Lampah Mbisu Dan Bagikan Jadah, Wujud Syukur Dan Harapan Masyarakat Pada Pemimpin Karanganyar

Ribuan warga Karanganyar menggelar aksi "Lampah Mbisu" sehari setelah pelantikan Bupati dan Wakil Bupati Karanganyar periode 2018-2023. Aksi tersebut sebagai salah satu bentuk mengayubagyo (syukuran) atas pelantikan Juliyatmono dan Rober Christanto, Minggu (16/12) malam.


Rombongan berkeliling sambil membawa pusaka berwujud tombak yang diiringi dengan gunungan berupa sayuran, joli yang berisi jadah dan pembawa obor.

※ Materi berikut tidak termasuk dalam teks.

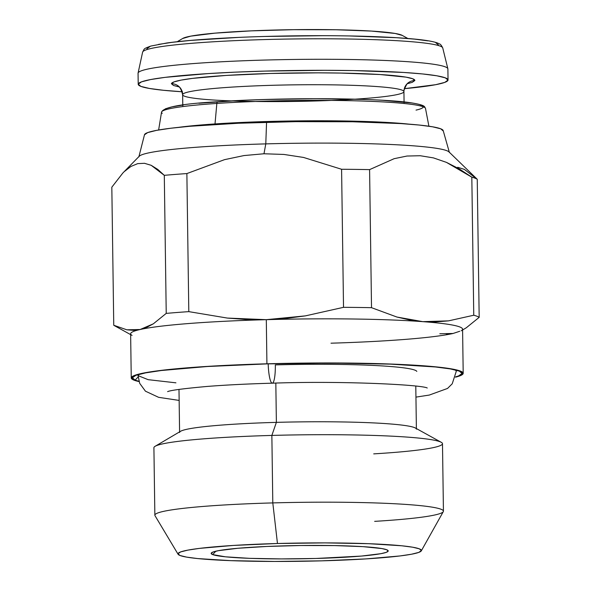<?xml version="1.0" encoding="UTF-8"?>
<svg xmlns="http://www.w3.org/2000/svg" width="591" height="591" viewBox="0 0 591 591"><rect width="100%" height="100%" fill="white"/><g stroke="black" fill="none" stroke-linecap="round" stroke-linejoin="round"><path stroke-width="0.89" d="M416.818 371.399A119.737 8.976 179.2 0 0 275.332 364.898A19.695 3.568 -91.6 0 1 272.318 383.182A19.695 3.568 -91.6 0 1 268.181 363.857A19.695 3.568 88.4 0 0 272.318 383.182C247.614 383.877 225.851 384.97 207.005 386.455C183.712 388.568 170.577 390.289 167.6 391.634M179.147 400.425L158.595 397.322L145.438 391.183L139.683 383.323L138.072 375.64L138.966 374.354L138.072 375.64L148.164 379.673L175.926 382.828M415.946 397.115L429.288 395.061L447.535 388.442L452.226 383.788L456.311 371.2L455.38 369.936L456.311 371.2L456.267 370.158M421.294 550.871A121.731 9.131 -0.8 0 1 321.91 560.837L366.014 558.901L400.018 555.946L411.535 554.218L418.753 552.408L421.39 550.598L419.359 548.84L412.725 547.214L401.747 545.781L368.592 543.69L324.954 542.885L277.467 543.506L272.798 502.911L277.467 543.506A121.731 9.131 -0.8 0 1 421.294 550.871L443.302 511.636A144.3 10.823 179.2 0 0 272.798 502.911L271.86 435.427L272.798 502.911A144.3 10.823 -0.8 0 1 443.435 511.171L442.489 443.686A144.3 10.823 179.2 0 0 271.86 435.427L276.374 422.366L271.86 435.427A144.3 10.823 -0.8 0 1 441.241 442.297L415.362 428.002A118.407 8.88 179.2 0 0 276.374 422.366L275.827 383.086L276.374 422.366A118.407 8.88 -0.8 0 1 416.389 429.14M441.241 442.297A144.3 10.823 -0.8 0 1 373.719 453.873M443.435 511.171A144.3 10.823 -0.8 0 1 374.657 521.358M212.657 554.587L215.863 551.196L212.657 554.587A88.532 6.641 -0.8 0 1 211.408 552.903A88.532 6.641 -0.8 0 1 294.85 545.604A88.532 6.641 -0.8 0 1 386.721 549.748A88.532 6.641 -0.8 0 1 387.947 550.435A88.532 6.641 -0.8 0 1 311.161 558.591A88.532 6.641 -0.8 0 1 212.657 554.587L211.172 553.316L213.092 551.994L218.345 550.679L237.9 548.271L266.859 546.461L300.819 545.515L334.602 545.582L363.073 546.653L381.897 548.566L386.721 549.748L388.198 551.026L386.278 552.349L381.032 553.656L361.478 556.065L315.853 558.473L281.316 558.916L249.572 558.34L225.466 556.818L212.657 554.587M142.601 52.207A150.099 11.259 -0.8 0 1 290.868 39.006A150.099 11.259 -0.8 0 1 442.674 47.775M407.827 38.481L402.198 35.371A110.665 8.296 179.2 0 0 292.39 29.69A110.665 8.296 179.2 0 0 182.782 38.437L177.248 41.702M404.081 102.649L403.926 91.612A110.665 8.296 179.2 0 0 293.757 84.853A110.665 8.296 179.2 0 0 182.634 94.612L182.782 105.035L182.634 94.612A11.066 11.037 7.3 0 0 171.412 83.723A11.066 11.037 -172.7 0 1 182.634 94.612A110.665 8.296 179.2 0 0 182.626 94.7C181.223 89.115 179.553 86.271 177.625 86.175M403.926 91.701A110.665 8.296 179.2 0 0 238.882 86.685A110.665 8.296 179.2 0 0 237.028 101.083A110.665 8.296 179.2 0 0 403.926 91.701A110.665 8.296 179.2 0 0 294.348 84.845A110.665 8.296 179.2 0 0 182.634 94.612M407.62 83.634L412.267 82.334L414.838 80.524A11.066 11.037 7.3 0 0 404.03 90.024A11.066 11.037 -172.7 0 1 414.838 80.524L412.725 78.766L406.017 77.14L380.013 74.525L340.785 73.062L318.017 72.841L270.53 73.469L226.479 75.412L192.577 78.374L181.127 80.103L173.983 81.913L171.412 83.723L173.525 85.481L178.718 86.825M448.037 79.962L447.882 68.925A154.923 11.621 179.2 0 0 293.638 59.462A154.923 11.621 179.2 0 0 138.065 73.129L138.22 84.166A154.923 11.621 -0.8 0 1 293.793 70.499A154.923 11.621 -0.8 0 1 448.037 79.962A154.923 11.621 -0.8 0 1 448.03 80.088A154.923 11.621 -0.8 0 1 404.31 88.672L435.663 84.69L444.757 82.393L448.03 80.088L445.341 77.849L436.808 75.788L422.75 73.964L403.712 72.449L353.78 70.588L324.806 70.314L264.369 71.105L235.225 72.154L208.305 73.579L165.155 77.355L150.579 79.556L141.485 81.853L138.22 84.166L138.065 73.129A154.923 11.621 -0.8 0 1 138.08 73.048A154.923 11.621 -0.8 0 1 292.811 59.477A154.923 11.621 -0.8 0 1 447.852 68.726A154.923 11.621 -0.8 0 1 447.875 69.051M442.74 47.945A150.099 11.259 179.2 0 0 292.523 38.984A150.099 11.259 179.2 0 0 142.616 52.134C144.736 48.373 142.948 49.053 150.735 46.083L166.802 42.995C178.925 41.311 194.853 39.863 214.577 38.651C238.498 37.196 264.539 36.273 292.708 35.866C320.699 35.49 346.599 35.696 370.402 36.472C410.59 37.913 433.543 40.38 439.261 43.867C440.265 43.911 441.425 45.271 442.74 47.945L447.852 68.726M215.013 123.933L215.301 124.442L215.013 123.933A135.671 10.173 -0.8 0 1 409.038 124.147A135.671 10.173 179.2 0 0 215.013 123.933L216.845 103.432L215.013 123.933A135.671 10.173 179.2 0 0 178.423 127.368A135.671 10.173 -0.8 0 1 215.013 123.933M428.903 126.215L425.505 108.456A132.007 9.899 179.2 0 0 353.108 100.766A132.007 9.899 179.2 0 0 216.845 103.432A132.007 9.899 -0.8 0 1 424.419 107.333M416.034 110.118A129.828 9.737 179.2 0 0 371.407 99.739A129.828 9.737 179.2 0 0 218.086 101.726A2.216 1.278 86.1 0 0 217.961 101.726A2.216 1.278 86.1 0 0 216.845 103.432A2.216 1.278 -93.9 0 1 217.961 101.726C280.001 97.316 379.777 97.847 411.166 102.827C424.146 104.873 424.22 106.469 424.663 106.845L425.505 108.456M138.951 381.291L135.125 380.131L138.139 376.947L135.125 380.131L132.369 377.76L135.945 375.3L145.718 372.855L161.313 370.513L207.382 366.509L267.125 363.886L331.448 363.059L390.562 364.137L435.464 366.967L450.335 368.917L459.318 371.118A164.889 12.367 -0.8 0 1 461.615 372.404A164.889 12.367 -0.8 0 1 455.587 376.866L458.498 375.957L462.081 373.497L459.318 371.118A164.889 12.367 -0.8 0 0 288.209 363.406A164.889 12.367 -0.8 0 0 132.805 376.992A164.889 12.367 -0.8 0 0 135.125 380.131A164.889 12.367 -0.8 0 0 138.951 381.284M462.59 329.985L466.292 327.776L479.175 317.352A183.698 13.778 179.2 0 0 473.753 315.232L448.525 320.861L435.722 321.918L422.779 321.652A165.99 12.448 179.2 0 0 266.305 319.672L266.918 363.805A165.99 12.448 -0.8 0 1 463.196 373.305L462.583 329.172A165.99 12.448 179.2 0 0 422.779 321.652L409.799 320.004L396.93 317.042L371.517 307.682A183.698 13.778 179.2 0 0 343.519 307.327L341.591 169.27L303.53 157.442L283.939 154.443L263.985 153.763L265.787 143.886A155.322 11.65 -0.8 0 1 449.411 152.544L443.176 130.567A149.39 11.199 179.2 0 0 266.563 122.241L265.787 143.886L263.985 153.763L283.939 154.443L303.53 157.442L341.591 169.27A183.698 13.778 -0.8 0 1 369.589 169.624L394.16 158.676L407.036 156.031L420.282 155.736L433.447 157.893L446.471 162.385L459.333 168.952L471.825 177.174A183.698 13.778 -0.8 0 1 477.247 179.287L448.997 151.909A155.322 11.65 179.2 0 0 265.787 143.886A155.322 11.65 179.2 0 0 139.262 156.231L122.832 173.03L111.825 187.192L113.753 325.249A183.698 13.778 179.2 0 0 114.373 325.634L130.641 334.624M463.196 373.305A165.99 12.448 -0.8 0 1 455.506 377.176L459.584 375.957L463.189 373.482L460.411 371.089L451.361 368.873L436.394 366.908L391.183 364.063L362.689 363.28L299.341 363.147L266.918 363.805L206.776 366.442L160.405 370.476L144.699 372.832L134.859 375.3L131.261 377.775L134.039 380.168L139.048 381.594A165.99 12.448 -0.8 0 1 131.246 377.945A165.99 12.448 -0.8 0 1 266.918 363.805L266.305 319.672A165.99 12.448 -0.8 0 1 422.779 321.652A165.99 12.448 -0.8 0 1 461.194 330.812M144.463 134.807L147.706 132.583L156.563 130.367L170.696 128.247L189.563 126.304L238.432 123.246L295.736 121.65L352.753 121.768L400.794 123.571L419.085 125.033L432.56 126.799L440.701 128.794L443.198 130.951M446.419 334.284L453.083 333.472A165.99 12.448 -0.8 0 1 331.012 343.194M439.807 333.767L453.083 333.472L459.732 331.278M285.881 318.438L266.305 319.672L246.794 319.532L227.38 318.076L188.802 311.634A183.698 13.778 179.2 0 0 166.226 313.393L153.328 323.831L146.767 327.325L140.133 329.512A165.99 12.448 -0.8 0 1 266.305 319.672L305.399 315.875L285.881 318.438M343.519 307.327L305.399 315.875L343.519 307.327A183.698 13.778 -0.8 0 1 371.517 307.682L396.93 317.042L422.779 321.652L448.525 320.861L473.753 315.232L471.825 177.174L446.471 162.385L433.447 157.893L420.282 155.736L407.036 156.031L394.16 158.676L369.589 169.624L371.517 307.682L369.589 169.624A183.698 13.778 179.2 0 0 341.591 169.27L343.519 307.327M132.066 335.407A165.99 12.448 -0.8 0 1 140.133 329.512L133.463 330.325L126.843 329.808L113.753 325.249L126.843 329.808L140.133 329.512L153.328 323.831L166.226 313.393L164.298 175.335L151.2 165.317L144.485 163.293L137.725 163.626L144.485 163.293L151.2 165.317L157.834 169.462L164.298 175.335A183.698 13.778 -0.8 0 1 186.874 173.569L188.802 311.634L227.38 318.076L266.305 319.672A165.99 12.448 179.2 0 0 140.133 329.512A165.99 12.448 179.2 0 0 130.633 333.812L131.246 377.945M457.685 167.283L464.363 169.381L477.247 179.287L479.175 317.352L466.292 327.776M263.985 153.763L243.994 155.566L224.514 159.659L186.874 173.569L224.514 159.659L243.994 155.566L263.985 153.763M124.346 171.538L130.929 166.448L137.725 163.626M113.753 325.249L111.825 187.192L122.832 173.03M138.863 156.881A155.322 11.65 -0.8 0 1 265.787 143.886L266.563 122.241A149.39 11.199 179.2 0 0 144.485 134.741L138.863 156.881M473.753 315.232A183.698 13.778 -0.8 0 1 479.175 317.352L477.247 179.287A183.698 13.778 179.2 0 0 471.825 177.174L473.753 315.232M166.226 313.393A183.698 13.778 -0.8 0 1 188.802 311.634L186.874 173.569A183.698 13.778 179.2 0 0 164.298 175.335L166.226 313.393M198.923 103.248L240.153 100.47M264.266 99.524L314.892 98.704L362.268 99.391M382.421 100.278L411.846 102.96M419.979 104.659L423.252 106.506M165.45 108.781L172.084 106.845L183.387 104.976M162.266 113.302A132.007 9.899 -0.8 0 1 216.845 103.432A132.007 9.899 179.2 0 0 161.535 112.142C163.426 107.141 182.242 103.669 217.968 101.726M138.065 73.129A154.923 11.621 179.2 0 0 138.058 73.254L138.213 84.284A154.923 11.621 -0.8 0 1 138.22 84.166L140.902 86.397L149.442 88.458L163.493 90.283L182.538 91.797M182.161 91.775A154.923 11.621 -0.8 0 1 138.213 84.284M171.412 83.723A121.731 9.131 -0.8 0 1 294.296 72.981A121.731 9.131 -0.8 0 1 414.838 80.524M402.257 35.408L395.143 33.458L371.503 31.079L335.836 29.749L293.572 29.676L251.153 30.865L215.021 33.14L190.694 36.154L182.715 38.481M438.396 44.894L435.87 42.796M427.84 40.853L414.609 39.132L396.694 37.713L349.709 35.962M322.45 35.696L265.573 36.45M238.151 37.432L190.553 40.424L172.217 42.323L158.499 44.399M149.944 46.563L146.871 48.735M277.467 543.506L233.364 545.434L199.352 548.396L187.842 550.125L180.624 551.928L177.98 553.745L180.019 555.496L186.653 557.121L197.63 558.561L230.778 560.652L274.423 561.45L321.91 560.837A121.731 9.131 -0.8 0 1 178.09 554.262A121.731 9.131 -0.8 0 1 277.467 543.506M179.598 432.449A118.407 8.88 -0.8 0 1 276.374 422.366A118.407 8.88 179.2 0 0 180.587 431.282L155.123 446.294A144.3 10.823 -0.8 0 1 271.86 435.427A144.3 10.823 179.2 0 0 153.911 447.719L154.857 515.197A144.3 10.823 -0.8 0 1 272.798 502.911A144.3 10.823 179.2 0 0 154.997 515.662L178.09 554.262M272.288 383.182C341.243 380.663 421.9 384.734 427.241 388.006M415.791 386.093L416.382 428.564M408.691 82.947C407.797 82.312 406.239 84.712 404.015 90.15L403.926 91.612M138.08 73.048L142.616 52.134M158.632 129.99L161.535 112.142M182.626 94.7L182.782 105.737M138.072 375.64L138.087 374.605M179.59 431.866L178.992 389.403"/></g></svg>

Berangkat dari rel bengkong di seputaran pabrik gula Tasikmadu berkeliling hingga akhirnya berhenti di kediaman Bupati Karanganyar Juliyatmono di Pokoh, Ngijo Tasikmadu.

Pasangan Juliyatmono dan Rober Kristanto yang menggunakan ikat kepala dan baju berwarna hitam sudah menunggu di depan rumah bersama dengan para Punakawan (Semar, Gareng,  Petruk,  Bagong).

Perwakilan dari rombongan kirab menyerahkan pusaka berwujud tombak kepada Juliyatmono sebagai simbol rakyat (Karanganyar) ke memberikan amanah kepada keduanya untuk membangun Karanganyar yang lebih baik. 

"Terima kasih dari saya dan mas Rober (untuk acara ini). Mengambil tema Siji Wadah Ojo Pecah" (menjadi satu dan jangan terpecah). Mari bersama - sama membangun Karanganyar menjadi lebih baik dalam 5 tahun kedepan. Mohon mohon doanya agar kami dapat menyelesaikan amanah yang sudah diberikan ini sampai berakhirnya masa bakti pada 2023 mendatang," ucap Juliyatmono.

Sementara itu salah satu panitia acara,  Aris Susanto sampaikan aksi kebudayaan itu juga sebagai bentuk keprihatinan munculnya ujaran kebencian, permusuhan, fitnah, serta provokasi sesama anak bangsa belakangan ini.

"Menjelang Pilpres saat ini, kita bisa saksikan maraknya ujaran kebencian, provokasi, maupun penghinaa di sosial media. Situasi seperti ini tak bisa kita biarkan terus menerus, mau jadi apa bangsa ini," paparnya.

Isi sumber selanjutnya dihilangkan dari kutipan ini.